OK, I'll take your word for it on the terminology. All I'm positing is some tangential force that varies with the slip speed when the wheels are slipping (limiting ourselves to the dynamic friction case) Because I'll keep forgetting, I'll continue referring to this as friction. But no, we don't need more variables! We have a minimal model here that explains the observations. Sure we'd need to do more if we wanted to actually estimate the exact shape of the curve. And yes, ignoring temperature changes is certainly a simplification that we could take into account if we really wanted to. Does friction increase or decrease with a rise in temperature? Sure, static friction is higher than dynamic, however in the scenario that Zblj posted, the wheels are slipping, no matter what you do. Only dynamic friction applies here. So the whole point is that the forces on the car are NOT exactly the same no matter what you do. Otherwise the car would slip down the hill no matter what you do. And I don't think it's to do with the irregularity of the tyre or the surface here, as the surface is smooth. Therefore, the dynamic friction/adhesion forces must vary with slip speed. This is a different question, when we're dealing with irregular surfaces, and I agree that it's probably right that it's more to do with the shape of the tire than any pure friction argument. This argument doesn't apply to Zblj's example though. Doesn't mean that the friction is irrelevant though -- again, as soon as you're spinning your tyres you're into the realms of dynamic friction. The interesting thing about the above model in this case is that it implies that there is an optimal spinning speed that maximises the amount of traction you get from dynamic friction.

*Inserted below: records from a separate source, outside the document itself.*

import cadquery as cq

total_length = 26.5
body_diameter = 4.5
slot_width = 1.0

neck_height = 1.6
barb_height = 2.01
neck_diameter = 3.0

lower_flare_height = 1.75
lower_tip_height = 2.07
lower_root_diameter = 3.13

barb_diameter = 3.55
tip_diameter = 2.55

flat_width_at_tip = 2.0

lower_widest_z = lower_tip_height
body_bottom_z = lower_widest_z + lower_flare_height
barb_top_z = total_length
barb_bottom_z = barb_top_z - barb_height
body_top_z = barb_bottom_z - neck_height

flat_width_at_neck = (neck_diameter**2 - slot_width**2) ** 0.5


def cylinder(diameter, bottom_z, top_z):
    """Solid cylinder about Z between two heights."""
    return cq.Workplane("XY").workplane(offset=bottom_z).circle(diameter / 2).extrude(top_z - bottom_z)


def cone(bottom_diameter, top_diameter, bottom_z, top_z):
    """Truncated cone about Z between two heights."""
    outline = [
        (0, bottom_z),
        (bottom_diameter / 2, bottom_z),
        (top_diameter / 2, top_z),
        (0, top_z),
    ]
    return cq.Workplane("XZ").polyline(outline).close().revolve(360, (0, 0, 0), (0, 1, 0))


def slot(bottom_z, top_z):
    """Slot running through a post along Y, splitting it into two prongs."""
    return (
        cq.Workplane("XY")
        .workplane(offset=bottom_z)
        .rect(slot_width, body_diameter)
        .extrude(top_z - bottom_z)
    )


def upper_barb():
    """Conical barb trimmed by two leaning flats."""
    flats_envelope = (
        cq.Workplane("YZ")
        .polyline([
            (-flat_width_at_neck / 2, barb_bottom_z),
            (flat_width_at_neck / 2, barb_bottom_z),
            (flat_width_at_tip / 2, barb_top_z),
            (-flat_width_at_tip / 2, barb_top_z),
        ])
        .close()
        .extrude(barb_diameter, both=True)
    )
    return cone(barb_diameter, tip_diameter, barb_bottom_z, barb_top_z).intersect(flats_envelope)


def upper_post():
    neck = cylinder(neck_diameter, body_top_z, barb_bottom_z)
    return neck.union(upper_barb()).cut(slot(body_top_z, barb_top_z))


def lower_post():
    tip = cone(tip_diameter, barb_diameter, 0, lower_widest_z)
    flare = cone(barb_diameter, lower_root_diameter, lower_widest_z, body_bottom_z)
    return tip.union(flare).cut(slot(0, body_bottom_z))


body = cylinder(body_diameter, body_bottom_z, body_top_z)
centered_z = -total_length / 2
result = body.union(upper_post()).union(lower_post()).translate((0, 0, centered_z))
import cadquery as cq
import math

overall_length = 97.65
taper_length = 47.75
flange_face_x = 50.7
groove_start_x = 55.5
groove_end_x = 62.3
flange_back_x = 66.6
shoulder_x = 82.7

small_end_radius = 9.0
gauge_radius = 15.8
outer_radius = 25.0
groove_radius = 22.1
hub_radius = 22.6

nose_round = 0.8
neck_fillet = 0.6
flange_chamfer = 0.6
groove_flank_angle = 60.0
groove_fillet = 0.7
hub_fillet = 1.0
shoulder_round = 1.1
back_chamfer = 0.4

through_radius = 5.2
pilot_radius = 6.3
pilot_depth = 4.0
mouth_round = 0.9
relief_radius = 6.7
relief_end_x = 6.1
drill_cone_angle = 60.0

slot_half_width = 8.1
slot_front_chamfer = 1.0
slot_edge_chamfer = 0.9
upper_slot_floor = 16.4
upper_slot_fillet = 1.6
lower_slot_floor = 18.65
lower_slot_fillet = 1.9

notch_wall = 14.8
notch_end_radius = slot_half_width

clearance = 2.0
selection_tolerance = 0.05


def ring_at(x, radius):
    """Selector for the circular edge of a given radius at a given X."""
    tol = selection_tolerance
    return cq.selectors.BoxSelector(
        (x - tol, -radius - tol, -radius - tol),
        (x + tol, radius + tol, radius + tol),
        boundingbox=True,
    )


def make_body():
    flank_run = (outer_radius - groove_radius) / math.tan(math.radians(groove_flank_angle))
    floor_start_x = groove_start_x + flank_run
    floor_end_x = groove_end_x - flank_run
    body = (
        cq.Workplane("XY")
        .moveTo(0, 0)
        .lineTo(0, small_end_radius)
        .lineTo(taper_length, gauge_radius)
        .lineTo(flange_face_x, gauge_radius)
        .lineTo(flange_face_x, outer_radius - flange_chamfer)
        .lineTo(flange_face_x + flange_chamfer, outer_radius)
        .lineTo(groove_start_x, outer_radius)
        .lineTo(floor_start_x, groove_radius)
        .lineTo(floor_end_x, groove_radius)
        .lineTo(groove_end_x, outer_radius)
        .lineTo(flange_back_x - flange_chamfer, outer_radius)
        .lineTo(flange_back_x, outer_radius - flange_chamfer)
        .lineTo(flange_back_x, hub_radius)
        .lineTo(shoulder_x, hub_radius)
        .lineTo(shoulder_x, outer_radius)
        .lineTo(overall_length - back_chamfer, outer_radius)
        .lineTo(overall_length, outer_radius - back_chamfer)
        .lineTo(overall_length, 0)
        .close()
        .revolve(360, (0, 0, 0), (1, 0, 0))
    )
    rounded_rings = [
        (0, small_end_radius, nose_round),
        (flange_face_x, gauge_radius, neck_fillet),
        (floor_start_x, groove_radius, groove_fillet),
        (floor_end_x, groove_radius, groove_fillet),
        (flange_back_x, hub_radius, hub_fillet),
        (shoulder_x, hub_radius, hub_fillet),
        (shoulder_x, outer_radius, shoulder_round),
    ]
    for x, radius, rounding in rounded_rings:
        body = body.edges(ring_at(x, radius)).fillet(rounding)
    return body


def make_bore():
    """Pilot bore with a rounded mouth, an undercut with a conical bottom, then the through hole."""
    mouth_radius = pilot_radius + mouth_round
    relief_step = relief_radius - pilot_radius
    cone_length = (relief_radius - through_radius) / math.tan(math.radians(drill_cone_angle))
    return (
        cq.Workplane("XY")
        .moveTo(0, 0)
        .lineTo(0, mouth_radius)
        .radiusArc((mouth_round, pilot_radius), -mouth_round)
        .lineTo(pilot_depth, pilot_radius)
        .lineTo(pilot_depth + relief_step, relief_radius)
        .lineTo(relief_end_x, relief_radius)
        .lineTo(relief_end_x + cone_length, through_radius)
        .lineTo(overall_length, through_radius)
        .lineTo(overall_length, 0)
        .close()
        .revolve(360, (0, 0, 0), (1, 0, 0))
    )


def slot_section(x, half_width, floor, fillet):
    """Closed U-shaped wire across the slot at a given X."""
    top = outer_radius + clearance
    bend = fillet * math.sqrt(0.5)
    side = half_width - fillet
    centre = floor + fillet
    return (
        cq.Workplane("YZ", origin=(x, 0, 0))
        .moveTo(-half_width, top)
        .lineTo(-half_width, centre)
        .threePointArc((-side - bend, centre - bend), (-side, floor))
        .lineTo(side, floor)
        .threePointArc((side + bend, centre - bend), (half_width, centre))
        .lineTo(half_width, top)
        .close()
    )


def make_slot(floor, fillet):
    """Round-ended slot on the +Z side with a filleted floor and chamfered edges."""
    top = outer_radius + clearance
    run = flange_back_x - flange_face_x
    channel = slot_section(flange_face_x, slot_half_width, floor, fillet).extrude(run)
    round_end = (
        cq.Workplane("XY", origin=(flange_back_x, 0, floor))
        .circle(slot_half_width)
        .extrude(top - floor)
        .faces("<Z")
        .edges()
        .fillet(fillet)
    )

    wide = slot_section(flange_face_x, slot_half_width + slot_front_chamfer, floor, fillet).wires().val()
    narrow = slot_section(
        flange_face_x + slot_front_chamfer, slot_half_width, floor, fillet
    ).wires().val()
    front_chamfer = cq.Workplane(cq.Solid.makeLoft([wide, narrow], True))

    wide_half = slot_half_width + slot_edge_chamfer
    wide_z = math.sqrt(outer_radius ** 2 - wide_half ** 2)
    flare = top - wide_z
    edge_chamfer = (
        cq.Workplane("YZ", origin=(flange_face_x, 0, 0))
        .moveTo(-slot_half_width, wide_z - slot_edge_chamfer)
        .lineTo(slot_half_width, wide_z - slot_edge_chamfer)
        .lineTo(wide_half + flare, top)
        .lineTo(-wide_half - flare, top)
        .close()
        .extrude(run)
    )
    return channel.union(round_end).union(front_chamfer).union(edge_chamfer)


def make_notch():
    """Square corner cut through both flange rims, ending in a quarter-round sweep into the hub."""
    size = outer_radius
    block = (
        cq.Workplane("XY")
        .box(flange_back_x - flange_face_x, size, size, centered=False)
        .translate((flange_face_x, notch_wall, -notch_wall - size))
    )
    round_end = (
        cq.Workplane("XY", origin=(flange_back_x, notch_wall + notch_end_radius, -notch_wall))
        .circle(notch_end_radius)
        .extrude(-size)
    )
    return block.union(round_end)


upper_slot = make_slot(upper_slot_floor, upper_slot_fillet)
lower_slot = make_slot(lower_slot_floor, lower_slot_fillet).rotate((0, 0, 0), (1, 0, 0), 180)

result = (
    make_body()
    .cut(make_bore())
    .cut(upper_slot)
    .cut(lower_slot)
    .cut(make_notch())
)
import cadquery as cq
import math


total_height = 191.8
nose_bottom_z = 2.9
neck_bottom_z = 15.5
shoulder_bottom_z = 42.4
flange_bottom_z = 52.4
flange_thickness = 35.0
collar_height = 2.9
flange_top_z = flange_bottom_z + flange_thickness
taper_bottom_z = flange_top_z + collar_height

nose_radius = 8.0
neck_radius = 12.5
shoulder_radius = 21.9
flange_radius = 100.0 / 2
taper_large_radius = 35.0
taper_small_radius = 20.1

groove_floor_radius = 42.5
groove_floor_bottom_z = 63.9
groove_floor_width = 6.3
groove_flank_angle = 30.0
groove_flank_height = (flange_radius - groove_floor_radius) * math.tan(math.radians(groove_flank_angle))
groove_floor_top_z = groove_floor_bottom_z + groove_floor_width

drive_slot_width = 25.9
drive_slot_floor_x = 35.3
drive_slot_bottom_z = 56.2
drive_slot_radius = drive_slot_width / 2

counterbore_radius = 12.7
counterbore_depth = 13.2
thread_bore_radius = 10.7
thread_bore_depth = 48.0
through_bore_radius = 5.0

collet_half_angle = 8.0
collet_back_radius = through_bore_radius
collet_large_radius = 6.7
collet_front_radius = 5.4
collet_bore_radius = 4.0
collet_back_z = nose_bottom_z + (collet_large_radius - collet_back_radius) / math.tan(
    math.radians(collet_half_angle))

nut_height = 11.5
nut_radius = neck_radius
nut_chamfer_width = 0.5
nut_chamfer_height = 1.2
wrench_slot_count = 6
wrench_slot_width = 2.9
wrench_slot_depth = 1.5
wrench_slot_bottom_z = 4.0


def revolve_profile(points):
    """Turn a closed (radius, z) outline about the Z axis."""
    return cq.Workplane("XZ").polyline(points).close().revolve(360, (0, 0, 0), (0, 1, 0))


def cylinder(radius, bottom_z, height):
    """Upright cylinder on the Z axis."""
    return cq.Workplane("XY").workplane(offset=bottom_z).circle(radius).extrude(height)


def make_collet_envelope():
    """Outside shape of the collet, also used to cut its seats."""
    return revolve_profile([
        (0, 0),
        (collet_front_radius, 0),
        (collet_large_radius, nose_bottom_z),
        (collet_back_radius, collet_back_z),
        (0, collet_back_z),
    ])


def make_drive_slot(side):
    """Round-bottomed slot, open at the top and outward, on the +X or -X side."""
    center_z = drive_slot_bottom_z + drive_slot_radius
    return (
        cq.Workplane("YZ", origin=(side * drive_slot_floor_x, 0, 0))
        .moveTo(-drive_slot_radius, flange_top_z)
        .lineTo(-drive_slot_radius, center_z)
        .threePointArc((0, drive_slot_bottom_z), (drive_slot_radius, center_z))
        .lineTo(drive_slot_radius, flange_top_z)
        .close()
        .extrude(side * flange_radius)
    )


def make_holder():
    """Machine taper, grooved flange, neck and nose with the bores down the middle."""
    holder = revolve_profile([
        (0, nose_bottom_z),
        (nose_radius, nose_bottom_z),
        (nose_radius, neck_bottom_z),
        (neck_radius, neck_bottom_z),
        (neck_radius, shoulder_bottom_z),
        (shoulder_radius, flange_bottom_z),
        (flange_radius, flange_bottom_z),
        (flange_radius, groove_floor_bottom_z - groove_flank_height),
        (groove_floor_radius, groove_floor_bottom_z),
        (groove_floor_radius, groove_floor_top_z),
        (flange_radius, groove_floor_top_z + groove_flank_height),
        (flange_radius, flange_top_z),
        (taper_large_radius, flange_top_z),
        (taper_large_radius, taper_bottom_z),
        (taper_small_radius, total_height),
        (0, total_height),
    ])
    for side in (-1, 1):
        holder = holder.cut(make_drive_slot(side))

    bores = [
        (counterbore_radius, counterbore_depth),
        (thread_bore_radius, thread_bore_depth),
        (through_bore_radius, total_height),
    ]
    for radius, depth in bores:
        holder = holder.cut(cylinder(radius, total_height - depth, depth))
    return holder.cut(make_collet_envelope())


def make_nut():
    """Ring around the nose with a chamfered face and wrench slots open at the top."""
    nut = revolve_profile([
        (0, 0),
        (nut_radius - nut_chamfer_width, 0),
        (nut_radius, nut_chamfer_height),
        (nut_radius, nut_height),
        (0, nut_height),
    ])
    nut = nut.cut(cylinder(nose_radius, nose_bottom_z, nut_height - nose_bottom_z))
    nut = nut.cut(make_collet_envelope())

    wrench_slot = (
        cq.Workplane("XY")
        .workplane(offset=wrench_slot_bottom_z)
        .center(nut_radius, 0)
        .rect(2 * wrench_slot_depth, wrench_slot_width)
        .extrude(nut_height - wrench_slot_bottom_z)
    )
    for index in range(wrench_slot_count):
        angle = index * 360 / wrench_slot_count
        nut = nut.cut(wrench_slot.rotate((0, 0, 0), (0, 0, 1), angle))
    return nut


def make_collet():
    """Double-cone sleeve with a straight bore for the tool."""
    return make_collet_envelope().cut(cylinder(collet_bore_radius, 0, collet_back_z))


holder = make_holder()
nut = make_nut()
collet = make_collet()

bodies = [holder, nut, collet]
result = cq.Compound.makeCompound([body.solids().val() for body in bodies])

If you must spin your tyres, it can't hurt to spin at that speed. This is a fun little problem, by the way. @Zblj, I'm not a physics teacher, I'm an applied mathematician. Basically, that means if reality is too hard I have the right to make it up. I would guess if you try smooth tyres you'll see the same thing, but the slip speed will be different, and you may need to go steeper to make it slip. I would guess that smooth tyres will work slightly better (more surface area in contact at any one time)

I'd be interested to hear the outcome of this. I can't check it until I get home (in September), but judging from all the comments about how the 8043 works less well on rechargeable batteries, I'd expect that the voltage is passed straight through ...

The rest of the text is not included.